◆ **Exercise description**
For the listing below, report all lines that hold the word "uses".
----
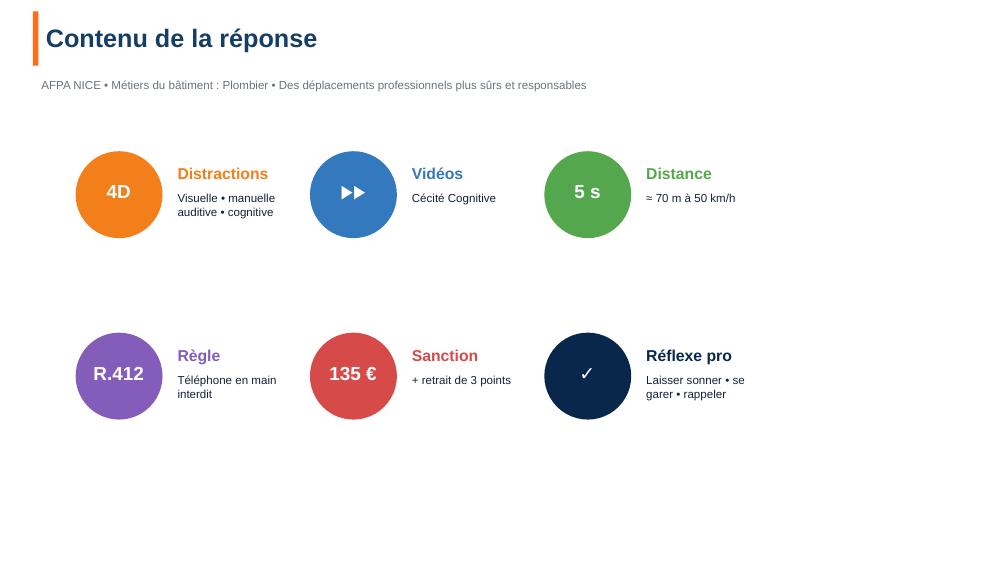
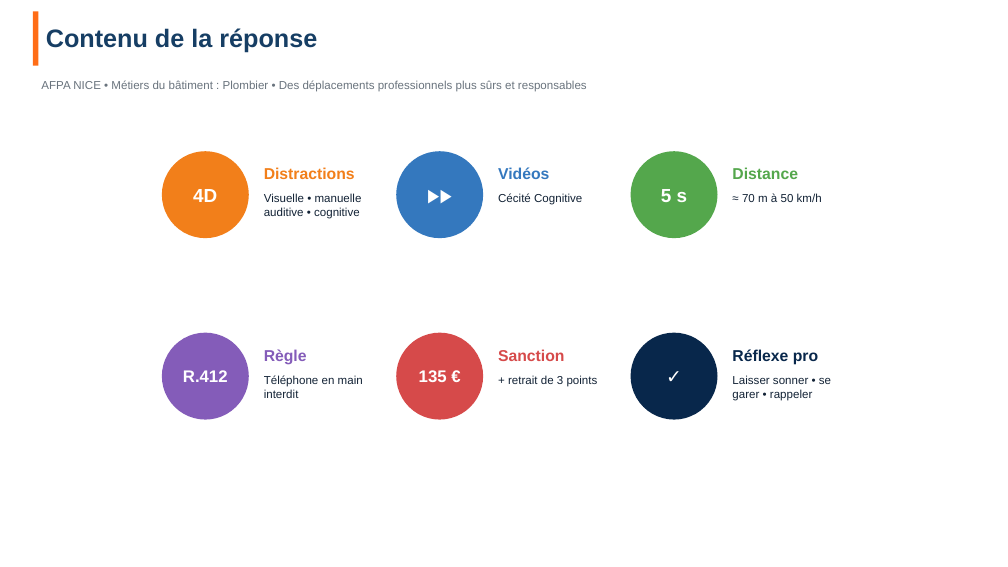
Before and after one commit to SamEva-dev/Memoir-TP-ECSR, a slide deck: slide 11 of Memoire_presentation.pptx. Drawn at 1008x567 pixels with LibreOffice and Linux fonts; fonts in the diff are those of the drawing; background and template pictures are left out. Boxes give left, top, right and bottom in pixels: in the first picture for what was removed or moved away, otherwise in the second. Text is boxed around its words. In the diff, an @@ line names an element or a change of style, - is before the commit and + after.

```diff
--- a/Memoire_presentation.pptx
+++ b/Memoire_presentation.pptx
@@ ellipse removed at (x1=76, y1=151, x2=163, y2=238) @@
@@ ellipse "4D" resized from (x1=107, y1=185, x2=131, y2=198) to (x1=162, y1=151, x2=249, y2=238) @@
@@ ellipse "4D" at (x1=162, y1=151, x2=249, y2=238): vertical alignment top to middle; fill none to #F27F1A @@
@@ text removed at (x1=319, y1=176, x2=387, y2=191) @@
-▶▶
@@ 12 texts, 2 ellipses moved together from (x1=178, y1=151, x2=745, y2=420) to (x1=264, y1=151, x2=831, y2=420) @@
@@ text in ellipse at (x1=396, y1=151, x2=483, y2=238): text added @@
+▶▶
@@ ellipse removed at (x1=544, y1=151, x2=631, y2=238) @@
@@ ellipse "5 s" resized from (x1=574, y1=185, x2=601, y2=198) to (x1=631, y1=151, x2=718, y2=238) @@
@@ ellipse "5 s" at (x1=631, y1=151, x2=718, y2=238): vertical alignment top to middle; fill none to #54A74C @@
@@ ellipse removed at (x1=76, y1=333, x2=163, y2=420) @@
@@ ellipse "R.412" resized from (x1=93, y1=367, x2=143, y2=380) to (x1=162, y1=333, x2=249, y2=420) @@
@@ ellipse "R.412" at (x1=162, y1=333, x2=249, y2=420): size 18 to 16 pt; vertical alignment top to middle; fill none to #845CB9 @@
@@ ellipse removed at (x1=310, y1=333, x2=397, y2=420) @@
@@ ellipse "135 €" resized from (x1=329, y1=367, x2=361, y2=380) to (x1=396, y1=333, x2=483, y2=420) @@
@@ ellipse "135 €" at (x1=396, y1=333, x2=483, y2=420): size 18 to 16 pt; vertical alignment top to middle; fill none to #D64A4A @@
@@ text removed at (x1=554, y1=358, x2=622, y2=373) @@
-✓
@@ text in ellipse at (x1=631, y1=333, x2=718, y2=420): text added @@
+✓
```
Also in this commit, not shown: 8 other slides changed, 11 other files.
----
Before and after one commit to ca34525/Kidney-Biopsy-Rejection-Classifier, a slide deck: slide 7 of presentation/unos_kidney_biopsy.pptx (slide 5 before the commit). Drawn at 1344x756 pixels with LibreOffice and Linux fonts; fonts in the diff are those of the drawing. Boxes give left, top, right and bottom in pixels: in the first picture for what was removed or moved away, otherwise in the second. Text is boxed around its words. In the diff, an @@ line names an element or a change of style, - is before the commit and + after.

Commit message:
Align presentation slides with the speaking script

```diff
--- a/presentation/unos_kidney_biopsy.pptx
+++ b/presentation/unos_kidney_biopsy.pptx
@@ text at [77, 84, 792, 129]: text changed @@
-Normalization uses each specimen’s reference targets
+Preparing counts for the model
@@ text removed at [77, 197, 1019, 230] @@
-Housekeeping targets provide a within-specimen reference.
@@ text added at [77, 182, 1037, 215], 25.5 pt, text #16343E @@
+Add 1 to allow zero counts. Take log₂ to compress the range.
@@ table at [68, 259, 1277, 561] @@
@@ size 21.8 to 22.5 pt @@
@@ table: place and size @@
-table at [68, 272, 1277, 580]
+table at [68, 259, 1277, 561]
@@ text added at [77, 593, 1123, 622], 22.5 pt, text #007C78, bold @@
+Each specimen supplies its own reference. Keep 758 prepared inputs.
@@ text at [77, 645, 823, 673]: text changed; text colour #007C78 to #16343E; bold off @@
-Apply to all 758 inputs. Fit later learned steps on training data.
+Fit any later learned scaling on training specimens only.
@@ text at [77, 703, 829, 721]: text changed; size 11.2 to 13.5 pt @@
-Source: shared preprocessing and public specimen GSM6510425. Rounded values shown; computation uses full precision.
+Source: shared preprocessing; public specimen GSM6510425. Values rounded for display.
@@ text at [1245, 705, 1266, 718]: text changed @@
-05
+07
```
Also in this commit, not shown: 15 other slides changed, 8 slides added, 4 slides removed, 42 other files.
----
◆ **Result of this exercise**
-Normalization uses each specimen’s reference targets
-Source: shared preprocessing and public specimen GSM6510425. Rounded values shown; computation uses full precision.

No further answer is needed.